IOPC unable to confirm if it employs Post Office investigators

IOPC unable to confirm if it employs Post Office investigators

WATCH HERE: Payments to Post Office scandal victims have slowed down, says ex-postmaster

GB News
Charlie Peters

By Charlie Peters

Published: 20/02/2024

- 16:44

Updated: 20/02/2024

- 17:03

Police conduct office says it does not hold ‘reliable information’ about career history

The police watchdog is unable to confirm how many of its investigators previously worked at the Post Office in the same role during the Horizon scandal, GB News can reveal.

The Independent Office for Police Conduct said it did not “hold comprehensive or reliable information” about its investigators.

Responding to a freedom of information request, the IOPC said that it collected and published information about the policing background of employees, but it could not say how many of its staff had worked as investigators for the Post Office between 2000 and 2015.

During that period, at least 900 subpostmasters were subjected to bogus convictions of theft, fraud and false accounting due to dodgy data collected from Horizon software.

Post Office and Stephen Bradshaw

IOPC says it does not hold ‘reliable information’ about career history


Some 700 of these prosecutions were conducted by the Post Office, with support from its investigators.

At last month’s Post Office inquiry in central London, former investigator Stephen Bradshaw denied that he and colleagues behaved like “mafia gangsters” with subpostmasters.

Bradshaw denied using intimidation tactics or deliberately misleading subpostmasters.

More recently, Henry Staunton, the Post Office chair who was ousted after the scandal emerged, said that its investigators are known as “the untouchables” at the organisation.

Fujitsu office

Fujitsu has apologised to postmasters wrongfully convicted due to flaws in its Horizon IT software


A serving Met Police officer, speaking on condition of anonymity, told GB News that they feared those “untouchables” might now be pursuing cops.

“The IOPC doesn’t have many home-grown investigators, they’re reliant on recruiting investigators from other organisations.

“They keep track of the number of former police officers they employ because they think that number has a bearing on their independence and public confidence.”

They added: “But the IOPC apparently has taken no steps to identify whether it employs any of the people involved in perpetrating what the Criminal Cases Review Commission called ‘the most widespread miscarriage of justice’ it had ever seen, and that it ‘represents the biggest single series of wrongful convictions in British legal history’.”

Stephen Bradshaw speaking at last month\u2019s Post Office inquiry

Former investigator Stephen Bradshaw speaking at last month’s Post Office inquiry


They continued: “The fact that the IOPC has made no effort to ensure it does not employ any of them speaks volumes about its attitude and the importance it places on ensuring its staff are up to the job.”

The IOPC and its forebear the Independent Police Complaints Commission have faced public criticism in recent years for pursuing misconduct charges in controversial circumstances.

In 2017, an investigator was suspended amid “procedural shortfalls” in the pursuit of an officer it had accused of racism.
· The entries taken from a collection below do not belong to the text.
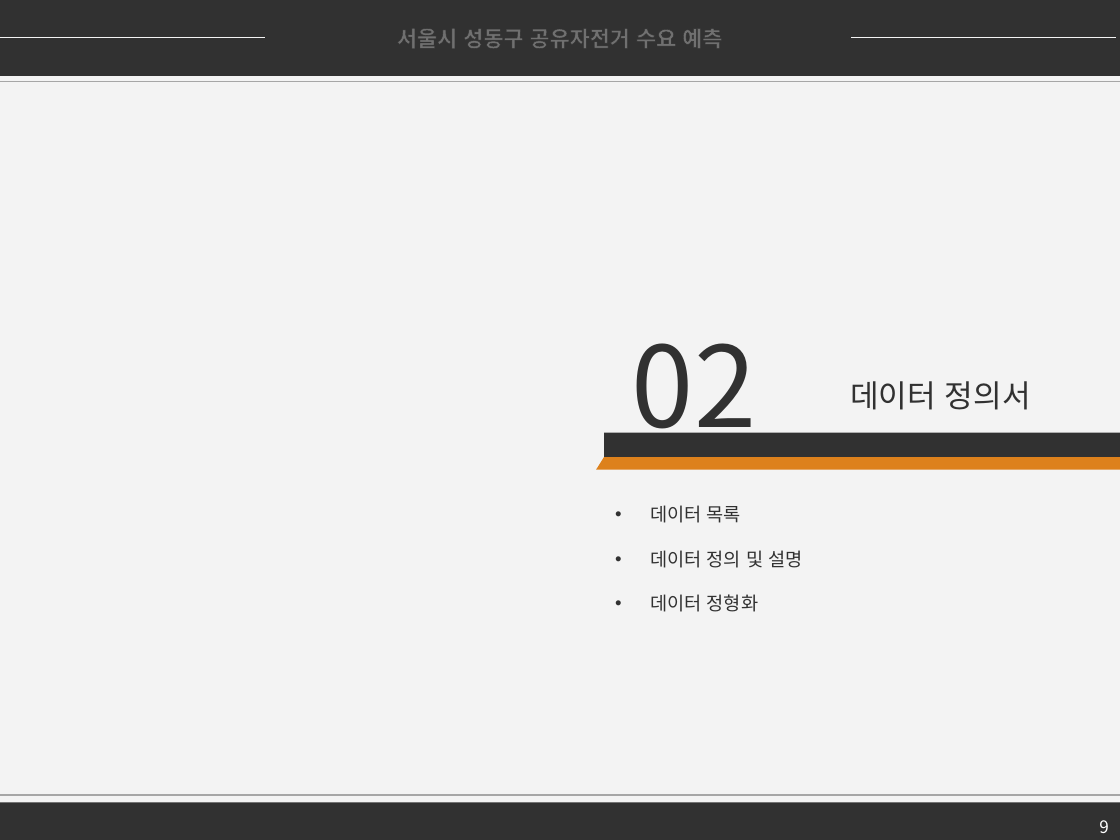
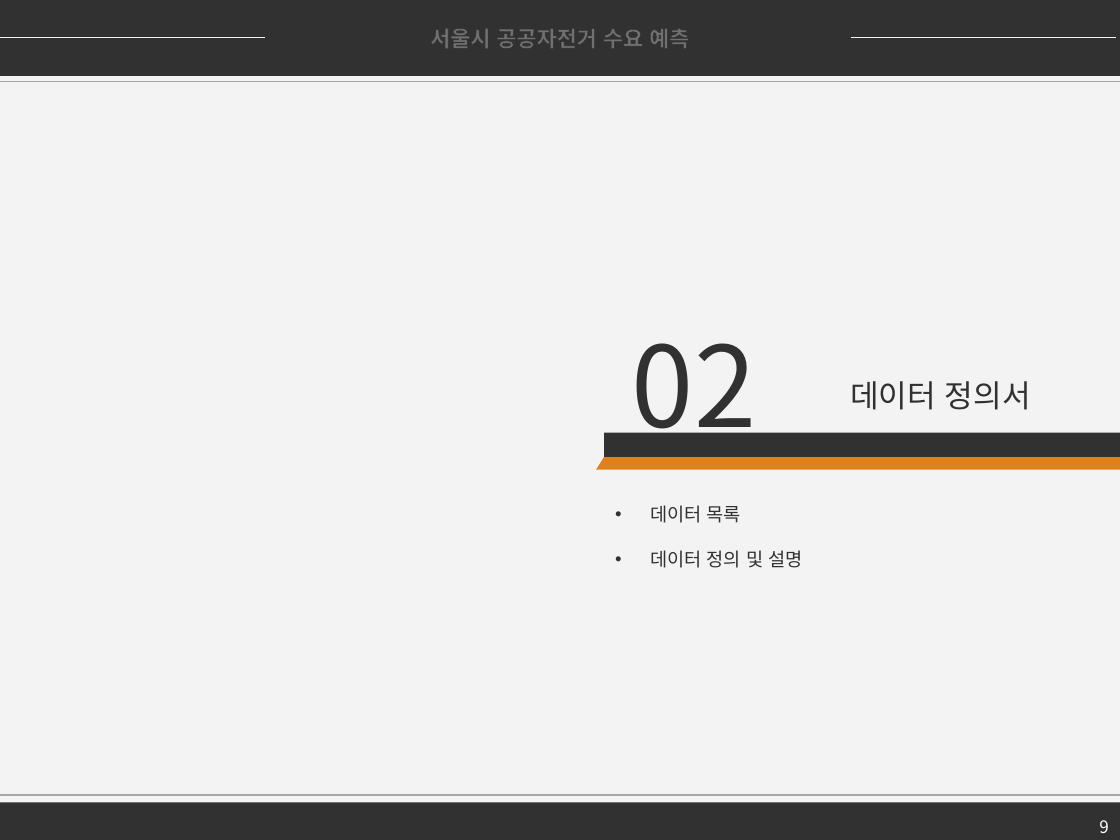
Before and after one commit to firstock/proj_sponge_bicycle, a slide deck: slide 9 of 서울시 공유자전거 수요 예측.pptx. Drawn at 1120x840 pixels with LibreOffice and Linux fonts; fonts in the diff are those of the drawing. Boxes give left, top, right and bottom in pixels: in the first picture for what was removed or moved away, otherwise in the second. Text is boxed around its words. In the diff, an @@ line names an element or a change of style, - is before the commit and + after.

```diff
--- a/서울시 공유자전거 수요 예측.pptx
+++ b/서울시 공유자전거 수요 예측.pptx
@@ text in rectangle at [430,29,689,48]: text changed @@
-서울시 성동구 공유자전거 수요 예측
+서울시 공공자전거 수요 예측
@@ text at [650,594,758,612]: paragraph removed @@
-• 데이터 정형화
```
Also in this commit, not shown: 11 other slides changed, 9 slides removed.

The case collapsed when the commission offered no proof.

Last year, the watchdog withdrew gross misconduct proceedings it brought against an armed officer in 2021 after they crashed while racing to the scene of the Streatham terror attack.

A Met Police commander said the dropped proceedings, over two years after they were launched, were a “huge relief” for the officer and that it was “great news to receive.”

GB News has contacted the IOPC for comment.